— Приходил прокурор, — сказал Друд, смотря в огонь. — Он волновался; задал ряд нелепых вопросов. Я не отвечал; я выгнал его. Еще была… — Друд выпустил сложный клуб дыма. — В общем маяк все-таки хорош, Стеббс, но я завтра уйду.
— Опять, — печально заметил сторож.
— Есть причины, почему я должен развлечься. Веселья, веселья, Стеббс! Ты знаешь уже, какое веселье произошло в цирке. Такое же затеял я в разных местах земли, а ты о том будешь читать в газетах.
— Воображаю! — сказал Стеббс. — Я, в сущности, мало говорю, потому что привык; но, как вспомню, кто вы, подо мной словно загорится стул.
Друд сдвинул брови, улыбку спрятав в усы.
— Солнце не удивляет тебя? — спросил он очень серьезно. — А этот удар волны? А ты сам, когда с удивлением, как бы отразясь в глубине собственного же сердца, говоришь: «Я, я, я», — прислушиваешься к непостижимому мгновению этому и собираешь в дырочку твоего зрачка стомильный охват неба и моря, — тогда ты глупо и самодовольно спокоен?

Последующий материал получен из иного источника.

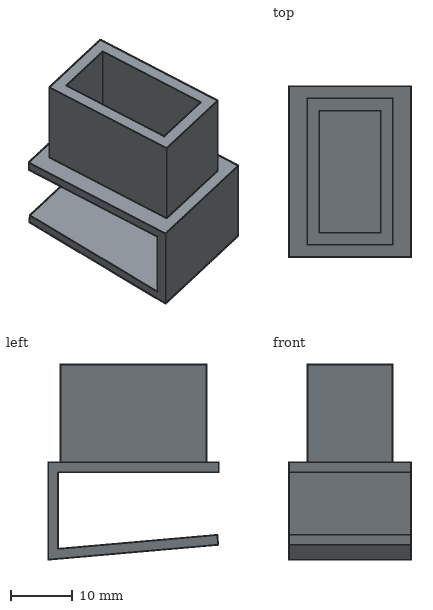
import cadquery as cq
import math

clip_width = 20.0
clip_length = 28.0
clip_height = 16.0
sheet = 1.65
arm_tilt = math.radians(5)

socket_height = 16.0
socket_length = 24.0
cavity_length = 20.0
cavity_width = cavity_length / 2
socket_wall = (socket_length - cavity_length) / 2
socket_width = cavity_width + 2 * socket_wall

back_y = clip_length / 2
plate_bottom = clip_height - sheet


def make_clip():
    """Extrude the clip's side profile across its width, centred on X = 0."""
    inner_y = back_y - sheet
    tip_bottom_y = back_y - clip_length * math.cos(arm_tilt)
    tip_bottom_z = clip_length * math.sin(arm_tilt)
    tip_top_y = tip_bottom_y + sheet * math.sin(arm_tilt)
    tip_top_z = tip_bottom_z + sheet * math.cos(arm_tilt)
    arm_root_z = tip_top_z - (inner_y - tip_top_y) * math.tan(arm_tilt)
    profile = [
        (back_y, 0),
        (back_y, clip_height),
        (-back_y, clip_height),
        (-back_y, plate_bottom),
        (inner_y, plate_bottom),
        (inner_y, arm_root_z),
        (tip_top_y, tip_top_z),
        (tip_bottom_y, tip_bottom_z),
    ]
    return cq.Workplane("YZ").polyline(profile).close().extrude(clip_width / 2, both=True)


def make_socket():
    """Hollow rectangular tube whose floor is the top face of the plate."""
    return (
        cq.Workplane("XY", origin=(0, 0, clip_height))
        .rect(socket_width, socket_length)
        .rect(cavity_width, cavity_length)
        .extrude(socket_height)
    )


result = make_clip().union(make_socket())

— Ну, ладно, — возразил Стеббс. — А вот что скажите: не полюбили ли вы?
Он произнес эти слова с оттенком такой важной и наивной заботы, что Друд простил его проницательность.

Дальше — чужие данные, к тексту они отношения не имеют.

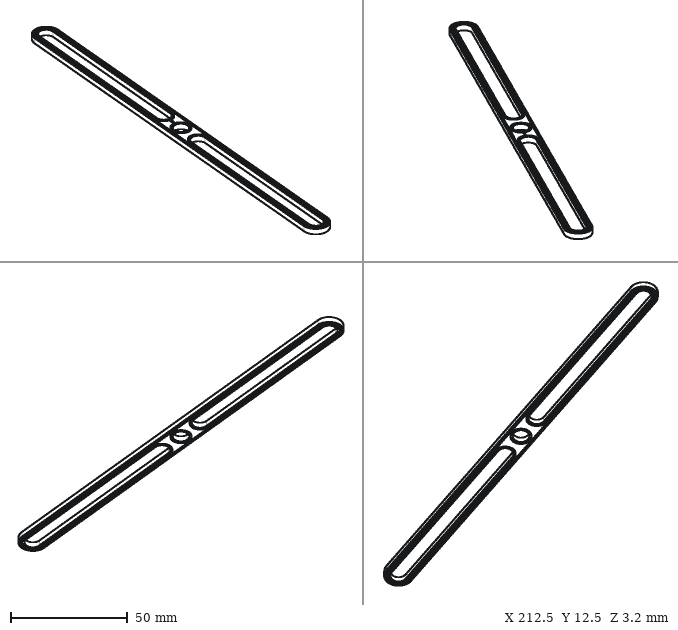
import cadquery as cq

length = 212.5
width = 12.5
thickness = 3.2

opening_width = 7.0
rail_width = (width - opening_width) / 2
slot_outer_end = length / 2 - rail_width
slot_length = 94.1
slot_inner_end = slot_outer_end - slot_length

lip_width = 1.0
lip_height = 0.5
outer_chamfer = 0.35
opening_chamfer = 0.3

rib_width = 0.5

web_height = thickness / 2 - lip_height


def make_bar(inset, height):
    """Flat bar with round ends, its outline moved inwards by the inset."""
    bar_length = length - 2 * inset
    bar_width = width - 2 * inset
    return cq.Workplane("XY").slot2D(bar_length, bar_width).extrude(height / 2, both=True)


def make_openings(border):
    """Solid filling the hole and both slots, widened all round by the border."""
    slot_center = (slot_outer_end + slot_inner_end) / 2
    opening = opening_width + 2 * border
    hole = cq.Workplane("XY").circle(opening / 2).extrude(thickness / 2, both=True)
    slots = (
        cq.Workplane("XY")
        .pushPoints([(-slot_center, 0), (slot_center, 0)])
        .slot2D(slot_length + 2 * border, opening)
        .extrude(thickness / 2, both=True)
    )
    return hole.union(slots)


def make_recesses():
    """Material removed between the lips on the top and bottom faces."""
    between_lips = make_bar(lip_width, thickness).cut(make_openings(lip_width))
    return between_lips.cut(make_bar(0, 2 * web_height))


def make_rib():
    """Straight rib on the X axis, as high as the lips that it joins."""
    rib_start = -slot_inner_end + lip_width / 2
    rib_end = -(opening_width + lip_width) / 2
    return (
        cq.Workplane("XY", origin=((rib_start + rib_end) / 2, 0, web_height))
        .rect(rib_end - rib_start, rib_width)
        .extrude(lip_height)
    )


bar = make_bar(0, thickness).faces("<Z or >Z").chamfer(outer_chamfer)
bar = bar.cut(make_openings(0))
for flat_face in bar.faces("<Z or >Z").vals():
    rims = [edge for wire in flat_face.innerWires() for edge in wire.Edges()]
    bar = bar.newObject(rims).chamfer(opening_chamfer)

result = bar.cut(make_recesses()).union(make_rib()).solids()

— Едва ли… — пробормотал он, толкая ногой полено. — Но контраст был разителен. Все дело в контрасте. Понял ты что-нибудь?
— Все! — с ужасом прошептал Стеббс. — Кофе готов.
— Довольно об этом; бросил ты писать стихи или нет?
— Нет, — сказал Стеббс с апломбом; глаза его блеснули живо и жадно. Не раз видел он себя в образе чугунного памятника, простирающим вещую руку над солнечной площадью. Но в малой его душе поэзия лежала ничком, ибо негде ей было повернуться. Так, град, рожденный электрическим вихрем, звонко стучит по тамбурину, но тупо по бочке. — Нет. В этом пункте мы разойдемся. Стихи мне стали даваться легче; есть прямо, — не скажу: гениальные, но замечательные строки.
Лишь он заговорил о стихах (писать которые мог по нескольку раз в день), с уверенностью, что Друд дразнит его, — так были очевидны Стеббсу их мифические достоинства, — как его скулы замалиновели, голос зазвенел, а руки, вонзясь в волосы, откинули их вверх страшным кустом.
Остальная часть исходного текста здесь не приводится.